◆ Exercise objective
Repeat the entries exactly as they are written.

◆ Entries taken from a collection
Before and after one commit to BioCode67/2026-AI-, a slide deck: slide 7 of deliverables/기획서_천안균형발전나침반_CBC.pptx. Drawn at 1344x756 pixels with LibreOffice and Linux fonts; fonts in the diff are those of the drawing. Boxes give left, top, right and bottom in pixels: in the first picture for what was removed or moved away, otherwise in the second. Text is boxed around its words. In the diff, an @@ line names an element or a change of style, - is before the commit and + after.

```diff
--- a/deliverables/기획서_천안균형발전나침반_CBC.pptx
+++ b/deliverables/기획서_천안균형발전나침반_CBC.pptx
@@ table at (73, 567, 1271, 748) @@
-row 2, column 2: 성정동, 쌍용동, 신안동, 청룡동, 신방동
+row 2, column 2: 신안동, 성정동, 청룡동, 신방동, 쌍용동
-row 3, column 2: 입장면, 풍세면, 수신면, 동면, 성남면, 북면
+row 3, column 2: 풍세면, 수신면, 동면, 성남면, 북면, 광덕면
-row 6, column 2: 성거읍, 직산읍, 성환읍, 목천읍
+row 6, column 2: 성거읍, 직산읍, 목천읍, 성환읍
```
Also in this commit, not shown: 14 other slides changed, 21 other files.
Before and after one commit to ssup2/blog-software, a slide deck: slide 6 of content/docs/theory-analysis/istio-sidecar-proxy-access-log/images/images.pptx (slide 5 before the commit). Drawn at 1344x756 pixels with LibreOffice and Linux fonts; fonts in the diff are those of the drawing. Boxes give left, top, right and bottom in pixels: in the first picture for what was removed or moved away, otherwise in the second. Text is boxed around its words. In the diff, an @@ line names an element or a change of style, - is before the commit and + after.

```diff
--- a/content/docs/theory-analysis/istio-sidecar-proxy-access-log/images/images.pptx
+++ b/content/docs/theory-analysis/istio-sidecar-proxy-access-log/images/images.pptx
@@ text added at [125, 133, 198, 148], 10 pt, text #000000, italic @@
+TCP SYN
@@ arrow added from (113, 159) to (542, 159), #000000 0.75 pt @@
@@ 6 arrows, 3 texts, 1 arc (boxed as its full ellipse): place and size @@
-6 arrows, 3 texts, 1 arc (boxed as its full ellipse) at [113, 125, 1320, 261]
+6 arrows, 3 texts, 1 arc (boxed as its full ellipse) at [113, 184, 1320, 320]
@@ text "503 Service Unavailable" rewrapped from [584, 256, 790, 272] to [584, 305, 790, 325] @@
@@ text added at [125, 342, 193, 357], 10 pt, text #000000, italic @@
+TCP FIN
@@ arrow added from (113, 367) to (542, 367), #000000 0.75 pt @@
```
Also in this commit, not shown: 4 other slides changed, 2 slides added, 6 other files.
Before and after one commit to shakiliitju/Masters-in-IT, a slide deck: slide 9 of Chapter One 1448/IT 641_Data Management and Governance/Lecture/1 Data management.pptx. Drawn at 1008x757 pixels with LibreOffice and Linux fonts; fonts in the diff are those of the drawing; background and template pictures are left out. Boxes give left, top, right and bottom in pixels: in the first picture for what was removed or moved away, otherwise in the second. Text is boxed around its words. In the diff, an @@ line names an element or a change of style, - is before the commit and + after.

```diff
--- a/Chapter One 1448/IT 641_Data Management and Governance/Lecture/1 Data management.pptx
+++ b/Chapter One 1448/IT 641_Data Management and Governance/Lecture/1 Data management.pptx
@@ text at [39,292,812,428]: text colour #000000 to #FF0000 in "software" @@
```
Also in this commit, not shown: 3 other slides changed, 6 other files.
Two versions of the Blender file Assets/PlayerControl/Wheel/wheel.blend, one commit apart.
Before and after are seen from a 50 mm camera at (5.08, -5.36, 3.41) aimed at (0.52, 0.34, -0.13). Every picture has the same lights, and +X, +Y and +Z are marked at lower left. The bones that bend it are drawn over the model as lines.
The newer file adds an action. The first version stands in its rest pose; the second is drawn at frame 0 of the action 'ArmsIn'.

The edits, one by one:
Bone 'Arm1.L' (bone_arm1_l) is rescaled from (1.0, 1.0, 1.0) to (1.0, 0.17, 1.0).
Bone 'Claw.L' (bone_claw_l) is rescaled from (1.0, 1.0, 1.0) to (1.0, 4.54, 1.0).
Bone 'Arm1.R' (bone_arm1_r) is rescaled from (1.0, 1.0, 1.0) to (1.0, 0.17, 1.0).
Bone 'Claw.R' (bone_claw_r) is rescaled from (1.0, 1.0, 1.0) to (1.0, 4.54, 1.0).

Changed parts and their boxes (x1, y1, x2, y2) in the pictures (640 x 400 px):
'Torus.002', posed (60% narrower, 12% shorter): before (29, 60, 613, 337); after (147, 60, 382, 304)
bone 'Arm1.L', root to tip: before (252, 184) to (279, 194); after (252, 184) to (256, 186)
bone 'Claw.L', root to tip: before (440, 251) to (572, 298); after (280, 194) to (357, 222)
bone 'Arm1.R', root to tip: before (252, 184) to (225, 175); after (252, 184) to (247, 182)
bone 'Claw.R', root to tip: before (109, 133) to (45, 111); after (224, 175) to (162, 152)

◆ Problem solution
Before and after one commit to BioCode67/2026-AI-, a slide deck: slide 7 of deliverables/기획서_천안균형발전나침반_CBC.pptx. Drawn at 1344x756 pixels with LibreOffice and Linux fonts; fonts in the diff are those of the drawing. Boxes give left, top, right and bottom in pixels: in the first picture for what was removed or moved away, otherwise in the second. Text is boxed around its words. In the diff, an @@ line names an element or a change of style, - is before the commit and + after.

```diff
--- a/deliverables/기획서_천안균형발전나침반_CBC.pptx
+++ b/deliverables/기획서_천안균형발전나침반_CBC.pptx
@@ table at (73, 567, 1271, 748) @@
-row 2, column 2: 성정동, 쌍용동, 신안동, 청룡동, 신방동
+row 2, column 2: 신안동, 성정동, 청룡동, 신방동, 쌍용동
-row 3, column 2: 입장면, 풍세면, 수신면, 동면, 성남면, 북면
+row 3, column 2: 풍세면, 수신면, 동면, 성남면, 북면, 광덕면
-row 6, column 2: 성거읍, 직산읍, 성환읍, 목천읍
+row 6, column 2: 성거읍, 직산읍, 목천읍, 성환읍
```
Also in this commit, not shown: 14 other slides changed, 21 other files.
Before and after one commit to ssup2/blog-software, a slide deck: slide 6 of content/docs/theory-analysis/istio-sidecar-proxy-access-log/images/images.pptx (slide 5 before the commit). Drawn at 1344x756 pixels with LibreOffice and Linux fonts; fonts in the diff are those of the drawing. Boxes give left, top, right and bottom in pixels: in the first picture for what was removed or moved away, otherwise in the second. Text is boxed around its words. In the diff, an @@ line names an element or a change of style, - is before the commit and + after.

```diff
--- a/content/docs/theory-analysis/istio-sidecar-proxy-access-log/images/images.pptx
+++ b/content/docs/theory-analysis/istio-sidecar-proxy-access-log/images/images.pptx
@@ text added at [125, 133, 198, 148], 10 pt, text #000000, italic @@
+TCP SYN
@@ arrow added from (113, 159) to (542, 159), #000000 0.75 pt @@
@@ 6 arrows, 3 texts, 1 arc (boxed as its full ellipse): place and size @@
-6 arrows, 3 texts, 1 arc (boxed as its full ellipse) at [113, 125, 1320, 261]
+6 arrows, 3 texts, 1 arc (boxed as its full ellipse) at [113, 184, 1320, 320]
@@ text "503 Service Unavailable" rewrapped from [584, 256, 790, 272] to [584, 305, 790, 325] @@
@@ text added at [125, 342, 193, 357], 10 pt, text #000000, italic @@
+TCP FIN
@@ arrow added from (113, 367) to (542, 367), #000000 0.75 pt @@
```
Also in this commit, not shown: 4 other slides changed, 2 slides added, 6 other files.
Before and after one commit to shakiliitju/Masters-in-IT, a slide deck: slide 9 of Chapter One 1448/IT 641_Data Management and Governance/Lecture/1 Data management.pptx. Drawn at 1008x757 pixels with LibreOffice and Linux fonts; fonts in the diff are those of the drawing; background and template pictures are left out. Boxes give left, top, right and bottom in pixels: in the first picture for what was removed or moved away, otherwise in the second. Text is boxed around its words. In the diff, an @@ line names an element or a change of style, - is before the commit and + after.

```diff
--- a/Chapter One 1448/IT 641_Data Management and Governance/Lecture/1 Data management.pptx
+++ b/Chapter One 1448/IT 641_Data Management and Governance/Lecture/1 Data management.pptx
@@ text at [39,292,812,428]: text colour #000000 to #FF0000 in "software" @@
```
Also in this commit, not shown: 3 other slides changed, 6 other files.
Two versions of the Blender file Assets/PlayerControl/Wheel/wheel.blend, one commit apart.
Before and after are seen from a 50 mm camera at (5.08, -5.36, 3.41) aimed at (0.52, 0.34, -0.13). Every picture has the same lights, and +X, +Y and +Z are marked at lower left. The bones that bend it are drawn over the model as lines.
The newer file adds an action. The first version stands in its rest pose; the second is drawn at frame 0 of the action 'ArmsIn'.

The edits, one by one:
Bone 'Arm1.L' (bone_arm1_l) is rescaled from (1.0, 1.0, 1.0) to (1.0, 0.17, 1.0).
Bone 'Claw.L' (bone_claw_l) is rescaled from (1.0, 1.0, 1.0) to (1.0, 4.54, 1.0).
Bone 'Arm1.R' (bone_arm1_r) is rescaled from (1.0, 1.0, 1.0) to (1.0, 0.17, 1.0).
Bone 'Claw.R' (bone_claw_r) is rescaled from (1.0, 1.0, 1.0) to (1.0, 4.54, 1.0).

Changed parts and their boxes (x1, y1, x2, y2) in the pictures (640 x 400 px):
'Torus.002', posed (60% narrower, 12% shorter): before (29, 60, 613, 337); after (147, 60, 382, 304)
bone 'Arm1.L', root to tip: before (252, 184) to (279, 194); after (252, 184) to (256, 186)
bone 'Claw.L', root to tip: before (440, 251) to (572, 298); after (280, 194) to (357, 222)
bone 'Arm1.R', root to tip: before (252, 184) to (225, 175); after (252, 184) to (247, 182)
bone 'Claw.R', root to tip: before (109, 133) to (45, 111); after (224, 175) to (162, 152)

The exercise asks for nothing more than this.